Concebida en Francia a principios del siglo pasado, la guía Michelin tiene hoy ediciones en veintinueve países y es una de las guías de restaurantes más vendidas del mundo. Opera sobre el principio de que sólo son fiables las reseñas de expertos profesionales y anónimos, en quienes se puede confiar por sus informes precisos sobre la gastronomía y el servicio del restaurante. Importantes diarios como el Times aspiran a preservar el anonimato de los críticos de restaurantes, pero rara vez lo logran. En su reciente libro de memorias, ‘Born Round’, Frank Bruni, que fue crítico de restaurantes del Times desde 2004 hasta principios de este año, describe sus intentos de camuflarse -usando apodos, llevando una peluca o un bigote falso-, que fueron en general inútiles después de que la fotografía de la sobrecubierta de uno de sus primeros libros fuera subida a internet. Fotografías del sucesor de Bruni, Sam Sifton, representado de varios modos para insinuar cómo se vería disfrazado, empezaron a circular en páginas web gastronómicas como Eater meses antes de que empezara a trabajar.

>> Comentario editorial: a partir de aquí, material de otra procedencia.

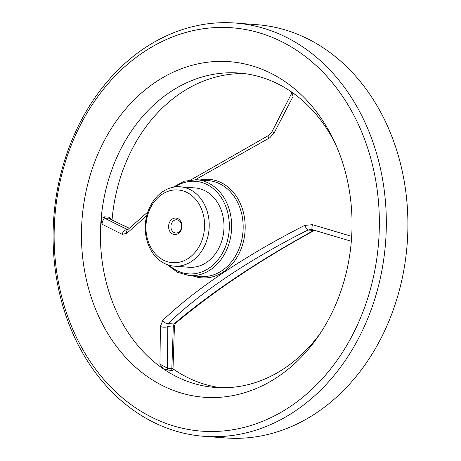 <?xml version="1.0" encoding="UTF-8"?>
<svg xmlns="http://www.w3.org/2000/svg" width="461" height="461" viewBox="0 0 461 461"><rect width="100%" height="100%" fill="white"/><g stroke="black" fill="none" stroke-linecap="round" stroke-linejoin="round"><path stroke-width="0.69" d="M220.807 387.724A157.656 126.568 94.3 0 1 173.832 369.388L173.077 368.742M177.52 232.776A6.633 5.325 94.3 0 1 175.745 233.012A6.633 5.325 94.3 0 1 170.933 225.999A6.633 5.325 94.3 0 1 176.742 219.788A6.633 5.325 94.3 0 1 181.559 225.694A6.633 5.325 94.3 0 1 177.52 232.776M176.851 234.297A8.286 6.656 94.3 0 1 168.853 224.294A8.286 6.656 94.3 0 1 180.061 220.393A8.286 6.656 94.3 0 1 176.851 234.297M180.222 186.803L195.009 187.921A39.784 31.942 94.3 0 1 223.913 223.337A39.784 31.942 94.3 0 1 199.676 265.847A39.784 31.942 94.3 0 1 189.016 267.265L174.229 266.153A39.784 31.942 94.3 0 1 145.376 224.069A39.784 31.942 94.3 0 1 180.222 186.803A39.784 31.942 94.3 0 1 209.133 222.219A39.784 31.942 94.3 0 1 184.89 264.729A39.784 31.942 94.3 0 1 174.229 266.153M96.015 310.265A168.265 135.085 94.3 0 1 152.13 84.53A168.265 135.085 94.3 0 1 333.643 140.035A168.265 135.085 94.3 0 1 351.276 241.835A168.265 135.085 94.3 0 1 318.879 335.435A168.265 135.085 94.3 0 1 96.015 310.265M320.891 332.41A157.656 126.568 94.3 0 1 215.322 387.459A157.656 126.568 94.3 0 1 163.384 368.898A157.656 126.568 94.3 0 1 101.155 218.658A157.656 126.568 94.3 0 1 239.075 73.045A157.656 126.568 94.3 0 1 291.012 91.606A157.656 126.568 94.3 0 1 303.108 101.051A157.656 126.568 94.3 0 1 335.176 143.319M112.063 219.874A157.656 126.568 94.3 0 1 244.532 73.604M314.229 230.258L313.739 230.454A4.973 1.464 61.6 0 0 314.298 230.471C259.768 260.327 213.472 291.306 175.399 323.409L175.399 323.409A4.973 3.406 -130.9 0 1 173.947 324.002C211.409 292.251 258.004 261.07 313.739 230.454L307.965 230.016C250.075 259.059 200.31 292.309 168.173 323.57A4.973 3.59 -133 0 1 162.791 320.355L160.405 326.469A4.973 1.942 2.5 0 0 167.81 326.653L168.173 323.57L173.947 324.002L173.278 327.068A4.973 1.746 4.6 0 0 174.437 326.077L175.399 323.409M351.524 238.671L351.092 236.193L351.622 237.242M191.038 179.802L268.388 135.557A4.973 1.199 62.7 0 0 268.665 138.409L269.875 137.701L274.347 132.549A4.973 0.703 -154 0 0 271.817 131.996L291.957 92.782L293.138 96.286L274.347 132.549M268.665 138.409L195.389 179.657M146.754 215.644L126.763 233.375A4.973 3.59 -133 0 1 127.49 229.889L127.42 229.958M122.246 234.338L101.99 224.207L101.155 218.658L104.549 216.86A1.66 1.331 -85.7 0 0 105.46 218.595L127.651 229.711A4.973 4.051 115.4 0 0 122.246 234.338L126.763 233.375M159.944 364.115L167.412 368.166A1.66 1.331 -85.7 0 0 168.023 370.102L163.384 368.898L159.944 364.115L160.405 326.469M162.791 320.355C195.677 288.857 245.575 255.475 304.698 225.389A4.973 1.199 62.7 0 0 307.965 230.016L311.296 229.503L312.449 229.716A4.973 1.406 -73.1 0 1 312.506 224.68L304.698 225.389M312.506 224.68L351.092 236.193M291.012 91.606L291.957 92.788M167.81 326.653L167.412 368.166L171.832 368.5L173.278 327.068L167.81 326.653M173.832 369.388L172.443 370.431A1.66 1.331 -85.7 0 1 171.832 368.5L173.025 368.437L174.437 326.077M293.138 96.286L291.853 93.583M111.89 219.782L108.969 217.194A1.66 1.331 -85.7 0 0 109.874 218.929L105.46 218.595C103.564 218.773 102.411 220.646 101.99 224.207M129.276 228.235L109.874 218.929L129.178 228.322M204.102 436.319L225.683 437.95A207.225 166.363 -85.7 0 0 378.982 342.148A207.225 166.363 -85.7 0 0 389.983 131.806A207.225 166.363 -85.7 0 0 256.898 24.681L235.317 23.05A207.225 166.363 94.3 0 1 385.598 242.215A207.225 166.363 94.3 0 1 204.102 436.319A207.225 166.363 94.3 0 1 71.017 329.194A207.225 166.363 94.3 0 1 82.018 118.852A207.225 166.363 94.3 0 1 235.317 23.05M71.628 326.584A202.252 162.37 94.3 0 1 225.757 27.464A202.252 162.37 94.3 0 1 352.867 334.34A202.252 162.37 94.3 0 1 71.628 326.584M182.279 261.393A36.471 29.279 94.3 0 1 147.088 217.367A36.471 29.279 94.3 0 1 196.403 200.224A36.471 29.279 94.3 0 1 182.279 261.393M175.192 186.918A46.417 37.266 94.3 0 1 222.456 199.527A46.417 37.266 94.3 0 1 217.892 259.918A46.417 37.266 94.3 0 1 169.273 265.282M200.051 179.986A49.39 39.652 94.3 0 1 229.301 188.169A49.39 39.652 94.3 0 1 240.63 250.104A49.39 39.652 94.3 0 1 192.807 275.868M189.379 275.609L200.898 276.479A48.077 38.597 94.3 0 0 243.005 231.445A48.077 38.597 94.3 0 0 208.142 180.597L196.617 179.727A48.077 38.597 94.3 0 1 231.485 230.575A48.077 38.597 94.3 0 1 189.379 275.609L177.445 272.301L167.095 264.574M172.443 370.431L168.023 370.102M108.969 217.194L104.549 216.86M351.322 241.27L312.449 229.716M196.617 179.727L184.325 181.202L172.933 187.287M127.49 229.889L147.854 211.945M268.388 135.557L271.817 131.996"/></g></svg>
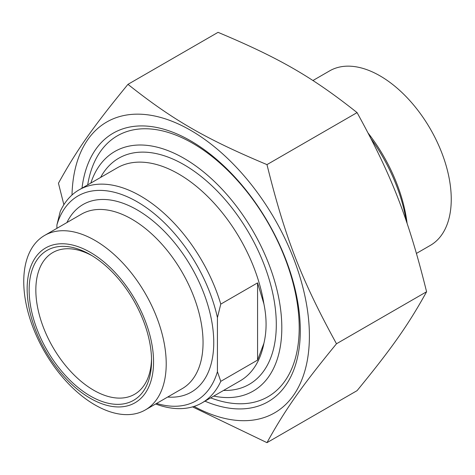 <?xml version="1.0" encoding="UTF-8"?>
<svg xmlns="http://www.w3.org/2000/svg" width="475" height="475" viewBox="0 0 475 475"><rect width="100%" height="100%" fill="white"/><g stroke="black" fill="none" stroke-linecap="round" stroke-linejoin="round"><path stroke-width="0.71" d="M194.061 406.416A167.901 96.936 -120 0 0 309.397 334.667A167.901 96.936 -120 0 0 191.805 130.993A167.901 96.936 -120 0 0 72.004 195.005M63.87 204.719L58.449 183.243C76.635 150.278 92.987 127.015 127.959 84.354C172.722 119.89 205.426 138.771 266.98 164.617C285.166 237.969 301.518 280.113 336.49 343.769C301.518 386.43 285.166 409.693 266.98 442.658L192.541 406.873M266.98 442.658L357.075 390.646C392.047 347.985 408.399 324.722 426.586 291.757C408.399 218.405 392.047 176.261 357.075 112.605C312.312 77.063 279.609 58.182 218.049 32.342L127.959 84.354M266.98 164.617L357.075 112.605M204.968 401.167A155.016 89.502 -120 0 0 300.295 330.713A155.016 89.502 -120 0 0 190.683 140.855A155.016 89.502 -120 0 0 82.003 188.183M426.586 291.757L336.49 343.769M257.569 282.874L257.569 360.109L263.898 343.336C266.802 331.146 266.802 317.995 263.898 303.863L257.569 282.874L220.78 304.113A122.972 70.995 -120 0 0 79.028 189.893A122.972 70.995 -120 0 0 60.254 211.434L56.905 224.948L56.905 228.338M257.569 360.109L220.78 381.348L217.431 371.693L217.431 317.627L220.78 304.113M155.628 403.993A122.972 70.995 -120 0 0 202 402.883A122.972 70.995 -120 0 0 220.78 381.348M56.905 224.948A118.239 68.263 60 0 1 137.168 201.78A118.239 68.263 60 0 1 217.431 317.627M151.525 358.714A81.825 47.239 60 0 1 134.603 394.28A81.825 47.239 60 0 1 93.694 390.23A81.825 47.239 60 0 1 40.244 318.125A81.825 47.239 60 0 1 52.784 252.563A81.825 47.239 60 0 1 92.049 255.692M90.351 396.019A86.551 49.97 -120 0 0 151.549 360.685A86.551 49.97 -120 0 0 90.351 254.683A86.551 49.97 -120 0 0 29.147 290.017A86.551 49.97 -120 0 0 90.351 396.019M90.351 252.368A89.389 51.609 60 0 1 145.089 393.448A89.389 51.609 60 0 1 35.613 330.244A89.389 51.609 60 0 1 90.351 252.368M217.431 371.693A118.239 68.263 60 0 1 156.59 403.435M94.982 240.421A100.742 58.164 60 0 1 160.793 329.199A100.742 58.164 60 0 1 145.356 409.919A100.742 58.164 60 0 1 44.614 351.755A100.742 58.164 60 0 1 44.614 235.434A100.742 58.164 60 0 1 94.982 240.421M90.82 183.089A138.338 79.871 60 0 1 253.163 231.355A138.338 79.871 60 0 1 213.786 396.079M210.668 397.878A150.634 86.972 -120 0 0 268.007 396.726A150.634 86.972 -120 0 0 291.092 276.017A150.634 86.972 -120 0 0 192.684 143.272A150.634 86.972 -120 0 0 117.367 135.814A150.634 86.972 -120 0 0 87.697 184.894M371.26 139.062A122.972 70.995 60 0 1 406.273 221.053M407.128 223.553A118.239 68.263 -120 0 0 368.256 133.255M416.48 253.389L430.386 245.361A100.742 58.164 -120 0 0 430.386 129.034A100.742 58.164 -120 0 0 329.644 70.87L312.918 80.53M223.577 390.426A130.536 75.365 -120 0 0 249.262 233.605A130.536 75.365 -120 0 0 100.605 177.436M263.898 343.336A122.972 70.995 60 0 1 240.124 380.873L202 402.883M79.028 189.893L117.159 167.883A122.972 70.995 60 0 1 203.817 192.814A122.972 70.995 60 0 1 263.898 303.863M167.651 397.047A108.306 62.534 -120 0 0 191.324 267.057A108.306 62.534 -120 0 0 66.916 222.561M44.614 235.434L81.451 214.166A100.742 58.164 60 0 1 131.818 219.153A100.742 58.164 60 0 1 197.63 307.931A100.742 58.164 60 0 1 182.186 388.657L145.356 409.919"/></g></svg>

Michelin ha hecho lo imposible por preservar el anonimato de sus inspectores. Muchos de los altos funcionarios de la compañía no han visto nunca a un inspector, los inspectores mismos son aconsejados no revelar en qué trabajan, ni siquiera a sus padres (que podrían empezar a fanfarronearse); y, en todos los años en que se ha publicado la guía, Michelin se ha negado a permitir que sus inspectores hablen con periodistas. Los inspectores escriben informes que son destilados en encuentros anuales en las varias sucursales nacionales de la guía, sobre las listas de tres, dos y una estrellas. (Establecimientos que Michelin considera indignos de visitar no son incluidos en la guía). Obtener un puntaje de tres estrellas -como el que tenía Jean Georges- en Michelin es extremadamente raro. En Francia hay sólo veintiséis restaurantes tres estrellas, y sólo ochenta y uno en el mundo.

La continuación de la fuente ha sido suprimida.